Executive Summary of the Third Report of the National Cholesterol Education Program NCEP Expert Panel on Detection, Evaluation, and Treatment of High Blood Cholesterol in Adults Adult Treatment Panel III , JAMA, ;— Crossref PubMed Ryde L, Standl E, Bartnik M, et al.

Crossref PubMed Juutilainen A, Lehto S, Rönnemaa T, et al.

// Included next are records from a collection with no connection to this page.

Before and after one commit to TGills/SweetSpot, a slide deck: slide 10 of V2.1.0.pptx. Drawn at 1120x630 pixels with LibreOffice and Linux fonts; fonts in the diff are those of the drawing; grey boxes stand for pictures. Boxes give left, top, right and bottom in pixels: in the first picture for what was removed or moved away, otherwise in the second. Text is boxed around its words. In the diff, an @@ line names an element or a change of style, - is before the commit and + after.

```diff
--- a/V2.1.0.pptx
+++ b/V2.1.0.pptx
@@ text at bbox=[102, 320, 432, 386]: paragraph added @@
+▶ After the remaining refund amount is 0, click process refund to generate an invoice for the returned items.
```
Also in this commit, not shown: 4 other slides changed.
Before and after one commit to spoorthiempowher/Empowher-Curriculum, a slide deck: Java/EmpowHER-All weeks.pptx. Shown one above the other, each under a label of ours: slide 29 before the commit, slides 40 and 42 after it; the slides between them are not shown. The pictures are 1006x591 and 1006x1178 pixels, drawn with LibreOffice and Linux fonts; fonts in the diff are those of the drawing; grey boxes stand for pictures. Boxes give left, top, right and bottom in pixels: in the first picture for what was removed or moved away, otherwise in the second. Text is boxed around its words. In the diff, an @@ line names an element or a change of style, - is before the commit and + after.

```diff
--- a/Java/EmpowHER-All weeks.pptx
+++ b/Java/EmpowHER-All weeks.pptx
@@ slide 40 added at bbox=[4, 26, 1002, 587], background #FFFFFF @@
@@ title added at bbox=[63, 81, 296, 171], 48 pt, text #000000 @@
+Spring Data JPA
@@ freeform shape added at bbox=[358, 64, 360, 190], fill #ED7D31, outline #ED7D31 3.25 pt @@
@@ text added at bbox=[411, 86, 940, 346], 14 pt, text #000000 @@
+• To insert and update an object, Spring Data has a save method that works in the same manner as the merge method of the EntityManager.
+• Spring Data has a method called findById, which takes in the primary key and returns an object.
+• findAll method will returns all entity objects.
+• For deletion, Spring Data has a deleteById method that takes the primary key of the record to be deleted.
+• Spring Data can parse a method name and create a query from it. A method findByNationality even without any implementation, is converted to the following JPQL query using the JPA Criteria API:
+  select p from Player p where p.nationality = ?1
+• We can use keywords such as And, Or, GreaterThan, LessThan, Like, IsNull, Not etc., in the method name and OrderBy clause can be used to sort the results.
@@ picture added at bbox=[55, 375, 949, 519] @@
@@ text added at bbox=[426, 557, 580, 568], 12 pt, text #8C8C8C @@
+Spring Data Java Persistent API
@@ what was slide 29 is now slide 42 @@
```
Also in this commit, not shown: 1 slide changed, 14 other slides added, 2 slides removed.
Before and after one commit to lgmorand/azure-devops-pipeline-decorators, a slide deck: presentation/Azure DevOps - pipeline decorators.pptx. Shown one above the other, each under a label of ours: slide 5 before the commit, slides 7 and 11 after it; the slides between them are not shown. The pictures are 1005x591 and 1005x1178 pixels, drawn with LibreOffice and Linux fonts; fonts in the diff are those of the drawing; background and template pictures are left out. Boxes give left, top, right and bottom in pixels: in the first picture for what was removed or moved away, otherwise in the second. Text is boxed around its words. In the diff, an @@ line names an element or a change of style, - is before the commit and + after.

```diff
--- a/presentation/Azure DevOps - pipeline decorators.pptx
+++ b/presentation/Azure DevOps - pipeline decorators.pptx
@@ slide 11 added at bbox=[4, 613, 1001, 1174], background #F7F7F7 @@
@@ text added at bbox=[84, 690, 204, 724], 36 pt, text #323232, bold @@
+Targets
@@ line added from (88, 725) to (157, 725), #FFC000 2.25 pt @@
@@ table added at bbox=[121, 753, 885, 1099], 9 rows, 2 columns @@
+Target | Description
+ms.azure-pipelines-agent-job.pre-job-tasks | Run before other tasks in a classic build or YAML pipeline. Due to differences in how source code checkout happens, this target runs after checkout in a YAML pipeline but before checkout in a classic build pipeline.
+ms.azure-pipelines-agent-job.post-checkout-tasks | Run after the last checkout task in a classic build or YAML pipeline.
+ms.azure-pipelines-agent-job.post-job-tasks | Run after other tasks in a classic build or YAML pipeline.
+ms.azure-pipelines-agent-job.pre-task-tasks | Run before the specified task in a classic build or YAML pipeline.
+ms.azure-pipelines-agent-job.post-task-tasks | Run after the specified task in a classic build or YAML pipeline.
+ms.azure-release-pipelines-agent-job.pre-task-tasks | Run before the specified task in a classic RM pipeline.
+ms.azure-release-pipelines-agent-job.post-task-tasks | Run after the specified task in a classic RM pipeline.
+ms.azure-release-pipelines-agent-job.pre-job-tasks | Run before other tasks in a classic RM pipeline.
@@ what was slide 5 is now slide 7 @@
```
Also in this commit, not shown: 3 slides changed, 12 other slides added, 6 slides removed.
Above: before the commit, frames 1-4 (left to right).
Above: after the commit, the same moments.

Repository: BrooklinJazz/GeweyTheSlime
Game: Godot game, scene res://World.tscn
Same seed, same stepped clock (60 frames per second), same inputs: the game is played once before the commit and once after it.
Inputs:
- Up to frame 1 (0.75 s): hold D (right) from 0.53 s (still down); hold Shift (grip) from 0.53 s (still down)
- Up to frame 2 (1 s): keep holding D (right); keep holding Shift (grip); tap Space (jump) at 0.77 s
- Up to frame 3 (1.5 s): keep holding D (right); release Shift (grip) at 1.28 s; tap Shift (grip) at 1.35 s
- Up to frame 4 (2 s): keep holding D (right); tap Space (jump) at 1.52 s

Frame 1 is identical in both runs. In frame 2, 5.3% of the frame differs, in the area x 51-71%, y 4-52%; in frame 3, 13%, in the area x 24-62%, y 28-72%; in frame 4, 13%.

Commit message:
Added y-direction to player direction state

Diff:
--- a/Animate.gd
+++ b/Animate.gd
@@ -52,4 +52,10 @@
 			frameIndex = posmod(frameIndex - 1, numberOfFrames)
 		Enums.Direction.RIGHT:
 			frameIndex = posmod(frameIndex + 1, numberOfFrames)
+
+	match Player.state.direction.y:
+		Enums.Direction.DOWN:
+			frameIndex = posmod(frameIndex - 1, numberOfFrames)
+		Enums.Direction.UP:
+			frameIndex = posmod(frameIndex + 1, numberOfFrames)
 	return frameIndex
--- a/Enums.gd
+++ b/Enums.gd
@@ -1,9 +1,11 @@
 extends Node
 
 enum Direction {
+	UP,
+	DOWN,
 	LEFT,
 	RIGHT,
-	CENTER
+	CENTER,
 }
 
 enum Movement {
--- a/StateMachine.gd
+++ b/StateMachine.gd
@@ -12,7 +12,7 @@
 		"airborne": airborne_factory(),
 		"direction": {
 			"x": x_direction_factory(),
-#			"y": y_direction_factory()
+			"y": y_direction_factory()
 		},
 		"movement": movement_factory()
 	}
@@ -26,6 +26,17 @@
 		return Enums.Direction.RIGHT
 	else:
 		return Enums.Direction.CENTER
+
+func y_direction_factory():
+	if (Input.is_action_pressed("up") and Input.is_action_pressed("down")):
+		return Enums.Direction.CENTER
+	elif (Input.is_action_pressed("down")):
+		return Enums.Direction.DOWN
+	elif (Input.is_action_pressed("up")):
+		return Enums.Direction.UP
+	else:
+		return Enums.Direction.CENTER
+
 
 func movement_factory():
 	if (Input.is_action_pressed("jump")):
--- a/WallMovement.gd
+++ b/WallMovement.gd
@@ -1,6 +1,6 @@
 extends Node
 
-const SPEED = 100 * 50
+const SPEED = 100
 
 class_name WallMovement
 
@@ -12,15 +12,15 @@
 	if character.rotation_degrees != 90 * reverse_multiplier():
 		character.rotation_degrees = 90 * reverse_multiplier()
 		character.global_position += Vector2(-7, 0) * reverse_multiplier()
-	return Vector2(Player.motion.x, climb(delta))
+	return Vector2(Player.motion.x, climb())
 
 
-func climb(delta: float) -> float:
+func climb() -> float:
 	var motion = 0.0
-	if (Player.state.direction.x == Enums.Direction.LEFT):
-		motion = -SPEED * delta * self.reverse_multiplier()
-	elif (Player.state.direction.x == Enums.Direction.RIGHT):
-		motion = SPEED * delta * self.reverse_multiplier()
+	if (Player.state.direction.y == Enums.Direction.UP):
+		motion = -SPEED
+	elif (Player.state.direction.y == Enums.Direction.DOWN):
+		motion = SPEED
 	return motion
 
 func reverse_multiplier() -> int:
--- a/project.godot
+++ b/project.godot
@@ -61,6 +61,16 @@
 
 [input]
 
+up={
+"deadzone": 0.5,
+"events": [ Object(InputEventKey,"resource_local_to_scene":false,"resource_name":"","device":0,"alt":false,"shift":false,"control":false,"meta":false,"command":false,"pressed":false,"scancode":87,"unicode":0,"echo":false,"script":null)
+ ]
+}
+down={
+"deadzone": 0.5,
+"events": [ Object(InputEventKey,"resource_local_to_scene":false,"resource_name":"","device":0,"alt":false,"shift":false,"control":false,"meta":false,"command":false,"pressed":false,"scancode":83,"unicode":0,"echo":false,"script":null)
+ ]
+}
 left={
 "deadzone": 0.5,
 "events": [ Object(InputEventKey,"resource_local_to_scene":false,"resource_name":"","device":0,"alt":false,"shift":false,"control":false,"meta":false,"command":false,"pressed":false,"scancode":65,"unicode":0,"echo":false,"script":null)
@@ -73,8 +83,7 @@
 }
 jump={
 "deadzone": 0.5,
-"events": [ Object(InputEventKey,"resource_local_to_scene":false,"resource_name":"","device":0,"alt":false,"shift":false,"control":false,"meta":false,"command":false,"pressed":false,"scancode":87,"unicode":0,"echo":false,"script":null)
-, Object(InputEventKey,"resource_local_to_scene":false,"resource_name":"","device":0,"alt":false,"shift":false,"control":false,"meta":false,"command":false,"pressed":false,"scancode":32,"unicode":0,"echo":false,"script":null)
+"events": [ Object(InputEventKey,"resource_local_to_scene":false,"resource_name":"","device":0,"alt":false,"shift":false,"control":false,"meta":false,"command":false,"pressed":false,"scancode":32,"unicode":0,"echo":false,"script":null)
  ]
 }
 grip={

Resource cholesteroll Cardiovascular diseaseComorbidities. M anagement Chokesterol diabetes accounts for a Lycopene and blood pressure proportion of the practice workload. Approximately 1. A Diabetes and cholesterol management population of is manatement to include — people nad diabetes and probably significantly more in parts of the country with higher proportions of people from black and ethnic minority groups. Diabetes is a chronic and progressive disease state characterised by a raised blood glucose level. It is associated with premature death, ill health and disability. Overall, life expectancy is reduced by an average of more than 20 years in people with type 1 diabetes and by up to 10 years in people with type 2 diabetes DoH, Eat cholestterol help Dynamic and practical weight loss your Diabetes and cholesterol management sugar while improving heart health with this Diabetes and cholesterol management managemnet plan for high cholesterol. Emily Lachtrupp is a registered dietitian experienced in nutritional snd, recipe analysis and meal plans. She's worked with clients who struggle with diabetes, weight loss, digestive issues and more. In her spare time, you can find her enjoying all that Vermont has to offer with her family and her dog, Winston. According to the Centers for Disease Control and Prevention38 million Americans—or about 1 in 10—have Type 2 diabetes.